- Interactive map of Orsa & Winston

Restaurant information
- Established: September 24, 2013
- Head chef: Josef Centeno
- Food type: Italian- & Japanese-inspired
- Rating: (Michelin Guide)
- Location: 122 W. 4th Street, Los Angeles, California, 90013, United States
- Coordinates: 34°2′54.4″N 118°14′52.9″W﻿ / ﻿34.048444°N 118.248028°W
- Seating capacity: 35
- Reservations: Required

= Orsa & Winston =

Restaurant in Los Angeles, California, U.S.

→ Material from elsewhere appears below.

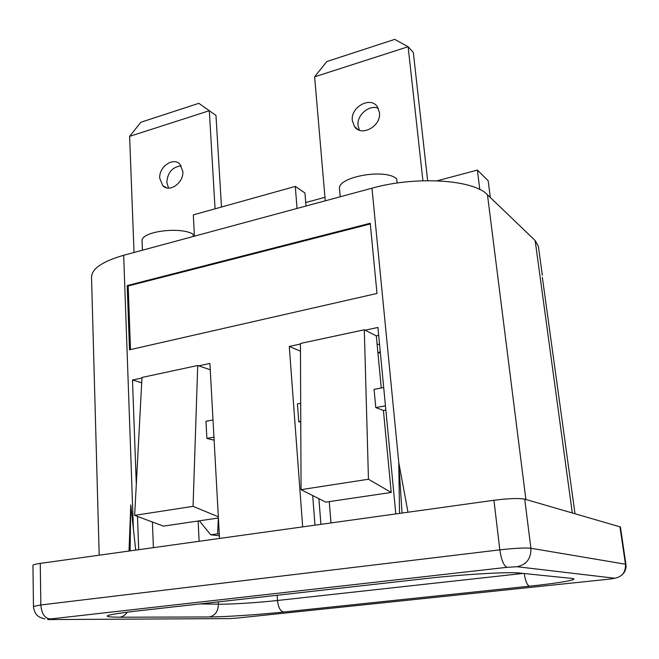 <?xml version="1.0" encoding="UTF-8"?>
<svg xmlns="http://www.w3.org/2000/svg" width="659" height="659" viewBox="0 0 659 659"><rect width="100%" height="100%" fill="white"/><g stroke="black" fill="none" stroke-linecap="round" stroke-linejoin="round"><path stroke-width="0.99" d="M574.986 513.666L542.349 277.324M479.818 189.545L477.396 170.08L488.195 180.813L490.312 197.486M437.181 180.788L477.396 170.08M305.727 202.535L324.953 197.313M194.43 236.161L193.301 214.9L295.298 186.398L304.952 192.972L306.007 206.02M297.028 208.45L295.298 186.398M397.122 183.045L396.693 178.894C385.548 168.061 336.543 176.974 339.533 189.092L340.217 196.777M142.435 250.214L142.072 241.12C140.169 231.721 179.701 226.218 193.079 234.11L193.211 236.499M377.904 352.664L380.268 351.832M379.576 344.55L377.096 344.163M377.945 353.117L380.35 352.631M320.908 524.342L318.898 498.682M330.966 522.941L329.245 501.614L330.991 522.941M198.12 521.005L199.142 541.286M300.693 403.292L297.431 403.909L298.766 421.645L300.776 422.271M383.695 387.525L374.073 389.354L375.778 407.591L383.406 410.466L391.215 492.454L368.455 479.241L364.295 329.78L365.111 330.192L377.937 327.449L395.804 513.921M302.67 526.879L289.276 346.436L300.471 351.165M312.696 495.543L314.977 525.165M378.694 335.382L376.305 335.884L365.111 330.192M300.438 344.047L289.276 346.436M391.215 492.454L325.719 502.142L301.056 489.653L300.438 343.471L364.295 329.78M301.056 489.653L368.455 479.241M376.305 335.884L381.264 387.986M300.768 421.282L298.766 421.645M385.449 405.829L375.778 407.591M385.844 410.03L383.406 410.466M213.005 419.94L205.962 421.282L206.885 438.424L214.117 440.196M136.306 484.307L132.484 380.029L141.71 382.755M138.695 549.697L137.476 516.425M152.386 522.01L153.407 547.645M141.957 377.994L132.484 380.029M219.529 538.444L209.892 363.447L198.721 365.836L210.237 369.79M197.725 365.498L141.99 377.45L134.65 515.363L193.054 506.343L197.725 365.498L198.721 365.836M218.409 518.007L163.416 526.137L134.65 515.363M218.343 516.821L193.054 506.343M213.953 437.131L206.885 438.424M99.188 555.191L91.527 277.217C91.749 268.715 102.475 261.409 123.678 255.28L371.973 188.202C415.845 175.78 473.656 179.602 487.462 194.759L535.149 240.535L538.387 246.342L542.357 275.347M129.016 551.039L130.787 504.918L130.095 550.891M135.696 550.117L130.787 504.918M370.3 223.969L128.184 285.973L130.498 349.599M127.195 285.569L129.518 349.822L376.997 293.453L370.226 223.261L127.195 285.569L128.184 285.973M399.527 513.402L398.769 462.569L371.973 188.202M402.039 513.048L398.769 462.569L407.987 512.224M40.257 563.396C35.504 564.079 33.065 564.722 32.95 565.331L33.461 606.461L40.842 604.962L40.257 563.396L493.937 500.263C508.583 498.426 518.839 498.056 524.721 499.143L620.424 526.961L625.926 564.417L625.465 564.219C625.828 572.004 622.277 576.683 614.822 578.248L517.117 566.732L507.068 567.308C503.789 565.933 501.375 560.117 499.827 549.853L493.937 500.263M218.343 518.015L217.594 533.848L219.29 534.037M199.339 520.824L210.732 534.811L217.594 533.848M210.732 534.811L219.389 535.783M168.556 188.095L166.793 182.312C167.683 172.386 172.485 166.908 181.209 165.862M182.831 171.381C183.91 182.798 169.371 193.029 162.757 185.649L159.742 178.301C158.72 166.875 173.333 156.636 179.965 164.256L182.831 171.381M215.056 208.821L209.315 110.712L215.971 115.399L221.473 207.025M134.032 252.479L129.609 136.372L209.315 110.712L198.829 103.331L140.886 122.245L129.609 136.372M359.427 130.194L358.043 125.564C356.601 115.152 369.312 104.246 378.291 108.307M379.469 112.508C381.52 126.091 361.387 137.261 354.509 126.544L352.334 120.638C350.341 107.055 370.622 95.843 377.475 106.923L379.469 112.508M422.921 180.755L408.119 46.731L413.325 52.456L427.642 180.657M325.258 200.822L314.615 76.823L408.119 46.731L394.725 39.375L326.815 61.551L314.615 76.823M209.307 616.956C224.686 616.939 258.971 614.641 283.683 612.022L529.465 586.189C559.837 583.034 581.098 579.302 571.691 578.413L519.621 573.05C509.012 571.699 462.124 574.409 425.121 578.643L133.728 611.371C103.9 615.045 99.229 616.997 119.699 617.219L209.307 616.956C215.163 615.613 218.195 611.363 218.409 604.196C230.419 604.41 257.842 602.672 277.48 600.481L277.126 595.266M200.056 603.924L218.409 604.196L218.286 601.873M133.728 611.371L134.815 611.247M425.121 578.643L425.895 578.553M119.699 617.219C122.739 616.816 125.268 615.119 127.286 612.129M283.683 612.022C280.355 611.313 278.287 607.466 277.48 600.481L523.172 573.421M529.465 586.189C527.175 585.299 525.429 581.081 524.243 573.528M571.691 578.413L566.476 577.877M519.621 573.05L514.967 572.778M133.423 529.523L123.678 255.28M525.882 499.481L487.462 194.759M572.276 512.883L535.149 240.535M517.117 566.732C526.59 564.631 531.187 558.47 530.899 548.255C525.017 547.678 514.663 548.214 499.827 549.853L40.842 604.962C41.533 613.504 44.614 618.183 50.1 619.007C47.217 619.361 46.929 619.551 49.219 619.567L229.694 618.587L237.364 618.051M50.1 619.007L507.068 567.308M619.946 526.656L625.465 564.219L530.899 548.255L524.721 499.143M610.555 579.006L614.822 578.248M610.267 579.039L236.812 618.109M229.694 618.587L228.171 618.595M44.944 618.9C41.706 617.944 34.688 617.318 33.461 606.461M621.412 575.406C624.971 572.473 626.478 568.808 625.926 564.417M162.757 185.649L166.628 187.831M354.509 126.544L358.101 129.617"/></g></svg>

Orsa & Winston is a Michelin-starred restaurant in Downtown Los Angeles, California, United States. Led by chef Josef Centeno, it specializes in blending Japanese and Italian dishes with influences from each of the two cuisines. Orsa & Winston offers a five-course omakase tasting menu that changes daily. Dinner is served in two seatings each evening.

==Reviews==
Orsa & Winston received a Michelin star in 2019, in the inaugural edition of the Michelin Guide for California (previous guides had only covered the San Francisco Bay Area and Greater Los Angeles separately). The following year, it was one of the first restaurants in the city to close in advance of the COVID-19 shutdown, but reopened with a skeleton crew and was named the Los Angeles Times Restaurant of the Year, with the paper praising the way "the fluidity between [Japanese and Italian] cuisines feels organic to Centeno’s cooking and to the pluralism of Los Angeles."

However, by 2022, a review by The Infatuation acknowledged that, while "Orsa & Winston was once one of the most coveted reservations in LA," the authors felt that "after years of pandemic-related tweaks and changes, it's hard to see what the point is anymore." The review went on to state that "Our last meal here was disappointing" and that the menu was "uninspired", with "an unfocused mishmash of Euro-Asian dishes" that gave "the sense you’re supposed to be impressed" but failed to deliver. It closed with a hope that "We believe the real Orsa & Winston will come back, but we’re just going to have to wait for it a little bit longer."

Orsa & Winston retained its Michelin star in the 2022–2025 editions of the Michelin Guide.